Dataset records below:
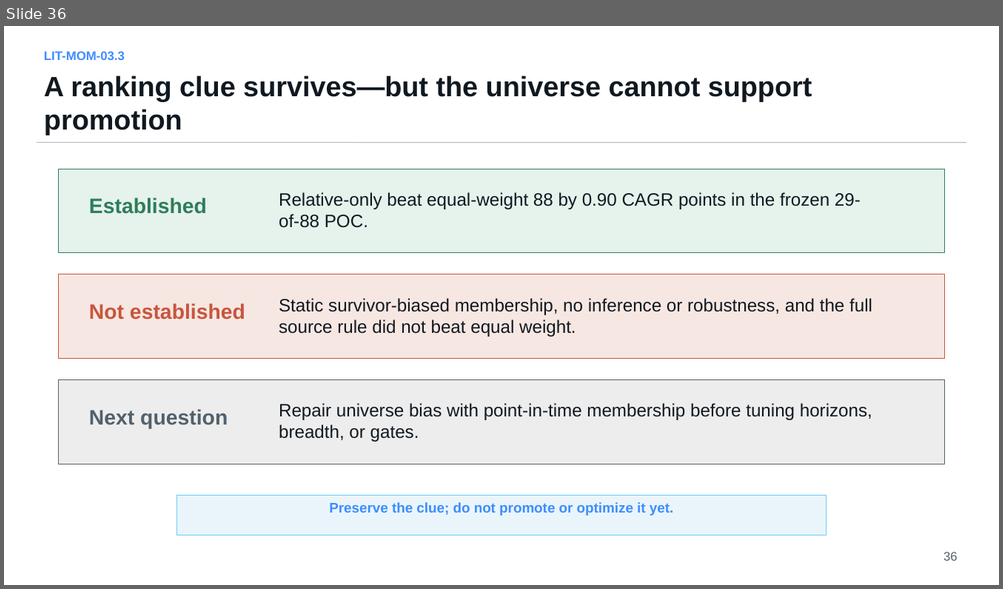
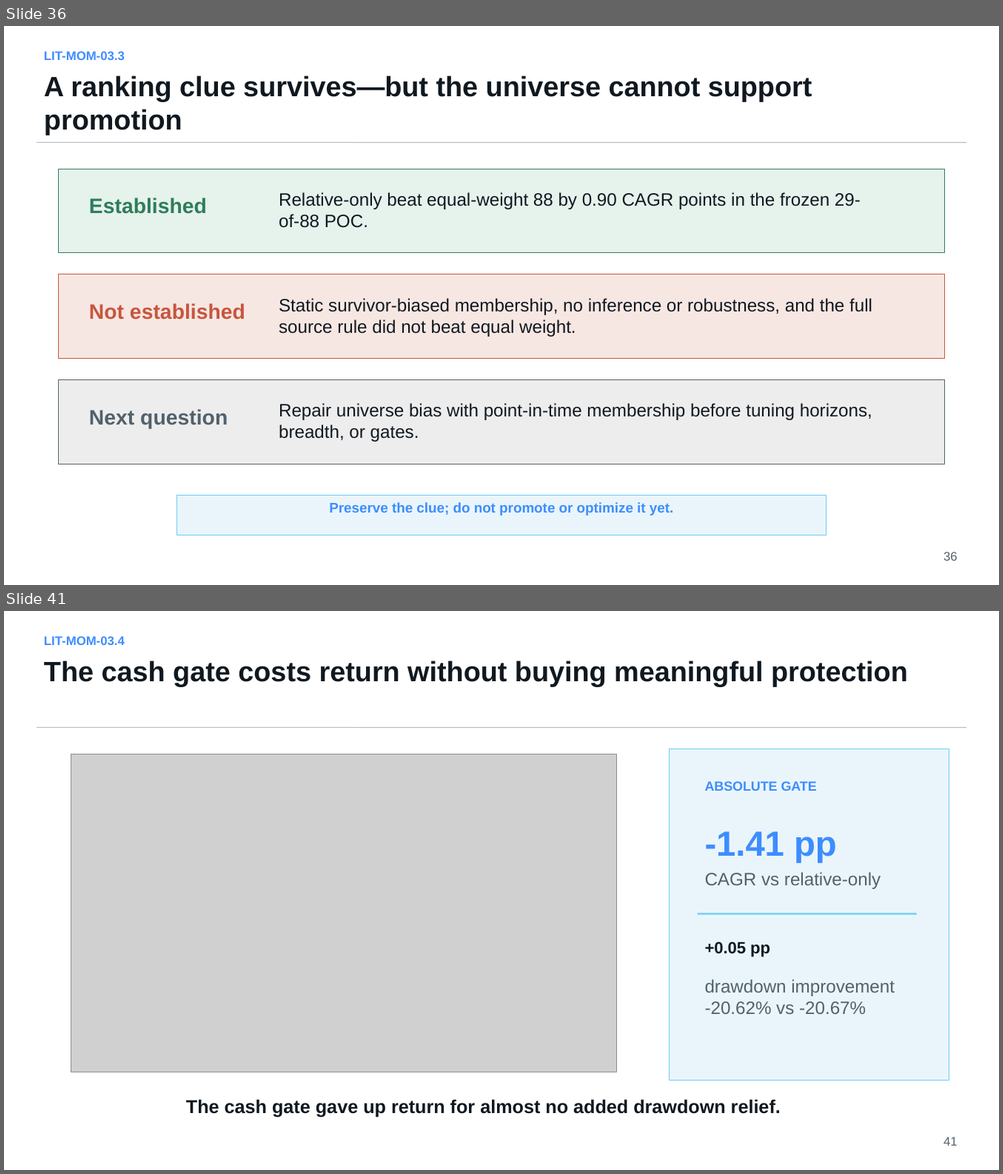
Before and after one commit to Francisc0Franc0/Time-Series-Modeling-Gen5, a slide deck: literature_studies/presentations/gen5_lit_mom_03_1_dual_momentum_study.pptx. Shown one above the other, each under a label of ours: slide 36 before the commit, slides 36 and 41 after it; the slides between them are not shown. The pictures are 1003x589 and 1003x1174 pixels, drawn with LibreOffice and Linux fonts; fonts in the diff are those of the drawing; grey boxes stand for pictures. Boxes give left, top, right and bottom in pixels: in the first picture for what was removed or moved away, otherwise in the second. Text is boxed around its words. In the diff, an @@ line names an element or a change of style, - is before the commit and + after.

```diff
--- a/literature_studies/presentations/gen5_lit_mom_03_1_dual_momentum_study.pptx
+++ b/literature_studies/presentations/gen5_lit_mom_03_1_dual_momentum_study.pptx
@@ slide 41 added at (x1=4, y1=611, x2=999, y2=1170), background #FFFFFF @@
@@ text added at (x1=44, y1=636, x2=125, y2=645), 12 pt, text #3D8DFF, bold @@
+LIT-MOM-03.4
@@ text added at (x1=44, y1=661, x2=908, y2=686), 27 pt, text #101820, bold @@
+The cash gate costs return without buying meaningful protection
@@ line added from (37, 727) to (967, 727), #B8BCC4 0.75 pt @@
@@ picture added at (x1=71, y1=755, x2=617, y2=1073) @@
@@ rectangle added at (x1=669, y1=749, x2=949, y2=1080), fill #EAF5FB, outline #6DCBF4 0.75 pt @@
@@ text added at (x1=705, y1=781, x2=817, y2=791), 12.8 pt, text #3D8DFF, bold @@
+ABSOLUTE GATE
@@ text added at (x1=705, y1=832, x2=836, y2=863), 33.8 pt, text #3D8DFF, bold @@
+-1.41 pp
@@ text added at (x1=705, y1=872, x2=880, y2=889), 17.2 pt, text #52616B @@
+CAGR vs relative-only
@@ line added from (697, 914) to (916, 914), #6DCBF4 1.5 pt @@
@@ text added at (x1=705, y1=942, x2=770, y2=957), 15.8 pt, text #101820, bold @@
++0.05 pp
@@ text added at (x1=705, y1=980, x2=894, y2=1014), 17.2 pt, text #52616B @@
+drawdown improvement
+-20.62% vs -20.67%
@@ text added at (x1=186, y1=1099, x2=780, y2=1117), 18 pt, text #101820, bold @@
+The cash gate gave up return for almost no added drawdown relief.
@@ text added at (x1=943, y1=1137, x2=957, y2=1146), 12 pt, text #52616B @@
+41
```
Also in this commit, not shown: 1 slide changed, 6 other slides added, 10 other files.
End of Dataset records.
_What to produce_
Above is a listing with pictures. Write it out exactly without them.

_Solution to the problem_
Before and after one commit to Francisc0Franc0/Time-Series-Modeling-Gen5, a slide deck: literature_studies/presentations/gen5_lit_mom_03_1_dual_momentum_study.pptx. Shown one above the other, each under a label of ours: slide 36 before the commit, slides 36 and 41 after it; the slides between them are not shown. The pictures are 1003x589 and 1003x1174 pixels, drawn with LibreOffice and Linux fonts; fonts in the diff are those of the drawing; grey boxes stand for pictures. Boxes give left, top, right and bottom in pixels: in the first picture for what was removed or moved away, otherwise in the second. Text is boxed around its words. In the diff, an @@ line names an element or a change of style, - is before the commit and + after.

```diff
--- a/literature_studies/presentations/gen5_lit_mom_03_1_dual_momentum_study.pptx
+++ b/literature_studies/presentations/gen5_lit_mom_03_1_dual_momentum_study.pptx
@@ slide 41 added at (x1=4, y1=611, x2=999, y2=1170), background #FFFFFF @@
@@ text added at (x1=44, y1=636, x2=125, y2=645), 12 pt, text #3D8DFF, bold @@
+LIT-MOM-03.4
@@ text added at (x1=44, y1=661, x2=908, y2=686), 27 pt, text #101820, bold @@
+The cash gate costs return without buying meaningful protection
@@ line added from (37, 727) to (967, 727), #B8BCC4 0.75 pt @@
@@ picture added at (x1=71, y1=755, x2=617, y2=1073) @@
@@ rectangle added at (x1=669, y1=749, x2=949, y2=1080), fill #EAF5FB, outline #6DCBF4 0.75 pt @@
@@ text added at (x1=705, y1=781, x2=817, y2=791), 12.8 pt, text #3D8DFF, bold @@
+ABSOLUTE GATE
@@ text added at (x1=705, y1=832, x2=836, y2=863), 33.8 pt, text #3D8DFF, bold @@
+-1.41 pp
@@ text added at (x1=705, y1=872, x2=880, y2=889), 17.2 pt, text #52616B @@
+CAGR vs relative-only
@@ line added from (697, 914) to (916, 914), #6DCBF4 1.5 pt @@
@@ text added at (x1=705, y1=942, x2=770, y2=957), 15.8 pt, text #101820, bold @@
++0.05 pp
@@ text added at (x1=705, y1=980, x2=894, y2=1014), 17.2 pt, text #52616B @@
+drawdown improvement
+-20.62% vs -20.67%
@@ text added at (x1=186, y1=1099, x2=780, y2=1117), 18 pt, text #101820, bold @@
+The cash gate gave up return for almost no added drawdown relief.
@@ text added at (x1=943, y1=1137, x2=957, y2=1146), 12 pt, text #52616B @@
+41
```
Also in this commit, not shown: 1 slide changed, 6 other slides added, 10 other files.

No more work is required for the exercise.